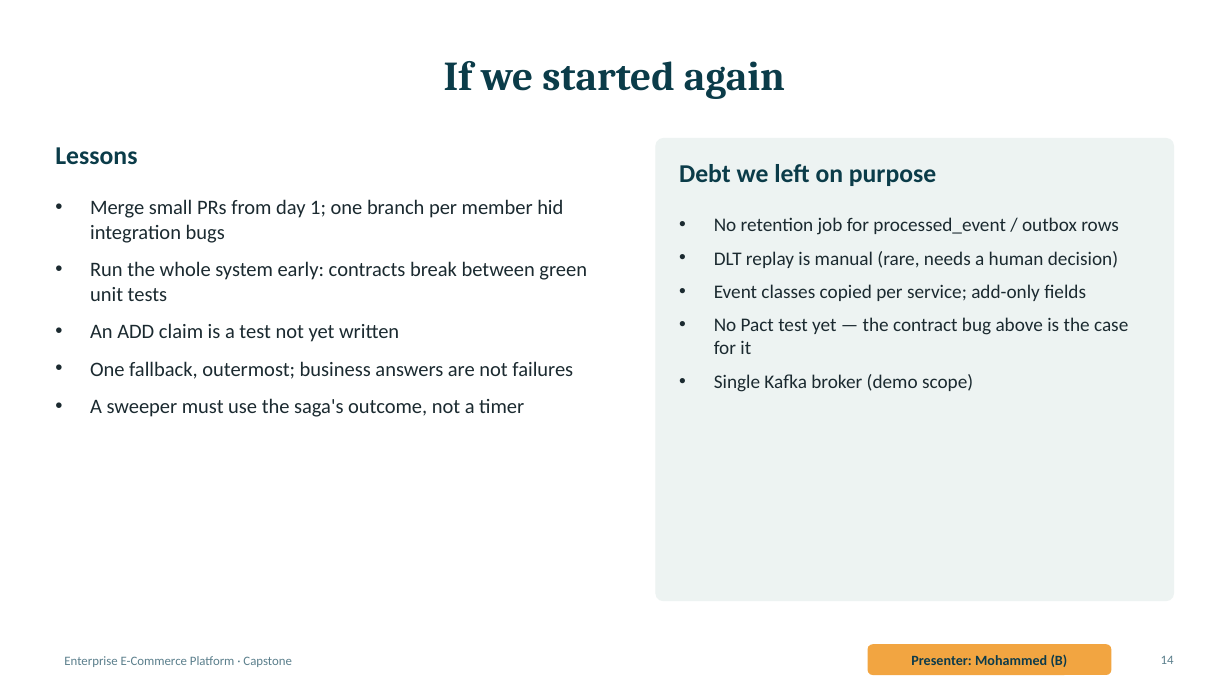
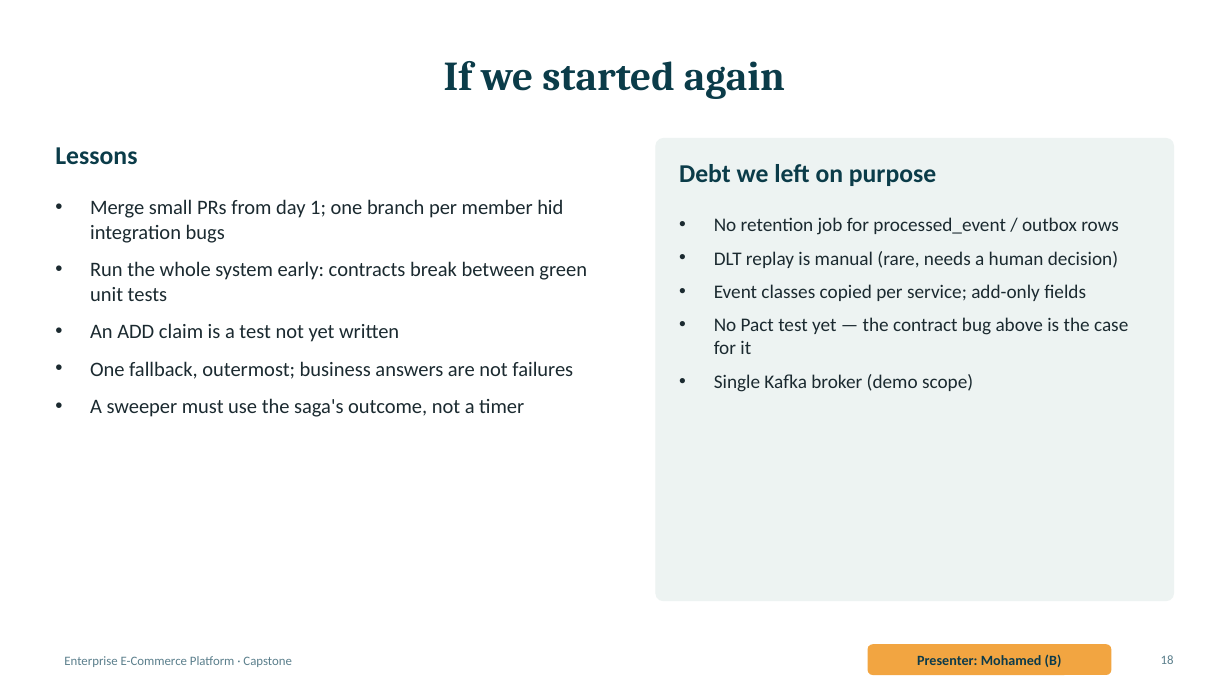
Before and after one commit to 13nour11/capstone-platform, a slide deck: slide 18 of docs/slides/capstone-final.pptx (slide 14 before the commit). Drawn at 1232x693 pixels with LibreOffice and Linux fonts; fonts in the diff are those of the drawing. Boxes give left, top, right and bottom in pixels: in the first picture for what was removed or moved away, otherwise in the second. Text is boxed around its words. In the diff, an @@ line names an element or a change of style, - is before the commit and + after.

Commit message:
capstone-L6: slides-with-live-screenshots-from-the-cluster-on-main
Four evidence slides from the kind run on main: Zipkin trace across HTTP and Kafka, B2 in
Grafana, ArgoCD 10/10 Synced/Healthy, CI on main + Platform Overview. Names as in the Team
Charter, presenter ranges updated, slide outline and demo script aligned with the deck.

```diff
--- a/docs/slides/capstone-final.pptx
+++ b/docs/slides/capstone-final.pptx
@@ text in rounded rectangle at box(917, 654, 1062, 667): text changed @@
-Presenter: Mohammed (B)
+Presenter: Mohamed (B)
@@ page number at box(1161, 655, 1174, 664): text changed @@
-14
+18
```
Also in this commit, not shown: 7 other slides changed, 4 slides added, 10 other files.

**Exercise prompt**
Every line of the data should be copied as it stands, without the images.

**Task result**
Before and after one commit to 13nour11/capstone-platform, a slide deck: slide 18 of docs/slides/capstone-final.pptx (slide 14 before the commit). Drawn at 1232x693 pixels with LibreOffice and Linux fonts; fonts in the diff are those of the drawing. Boxes give left, top, right and bottom in pixels: in the first picture for what was removed or moved away, otherwise in the second. Text is boxed around its words. In the diff, an @@ line names an element or a change of style, - is before the commit and + after.

Commit message:
capstone-L6: slides-with-live-screenshots-from-the-cluster-on-main
Four evidence slides from the kind run on main: Zipkin trace across HTTP and Kafka, B2 in
Grafana, ArgoCD 10/10 Synced/Healthy, CI on main + Platform Overview. Names as in the Team
Charter, presenter ranges updated, slide outline and demo script aligned with the deck.

```diff
--- a/docs/slides/capstone-final.pptx
+++ b/docs/slides/capstone-final.pptx
@@ text in rounded rectangle at box(917, 654, 1062, 667): text changed @@
-Presenter: Mohammed (B)
+Presenter: Mohamed (B)
@@ page number at box(1161, 655, 1174, 664): text changed @@
-14
+18
```
Also in this commit, not shown: 7 other slides changed, 4 slides added, 10 other files.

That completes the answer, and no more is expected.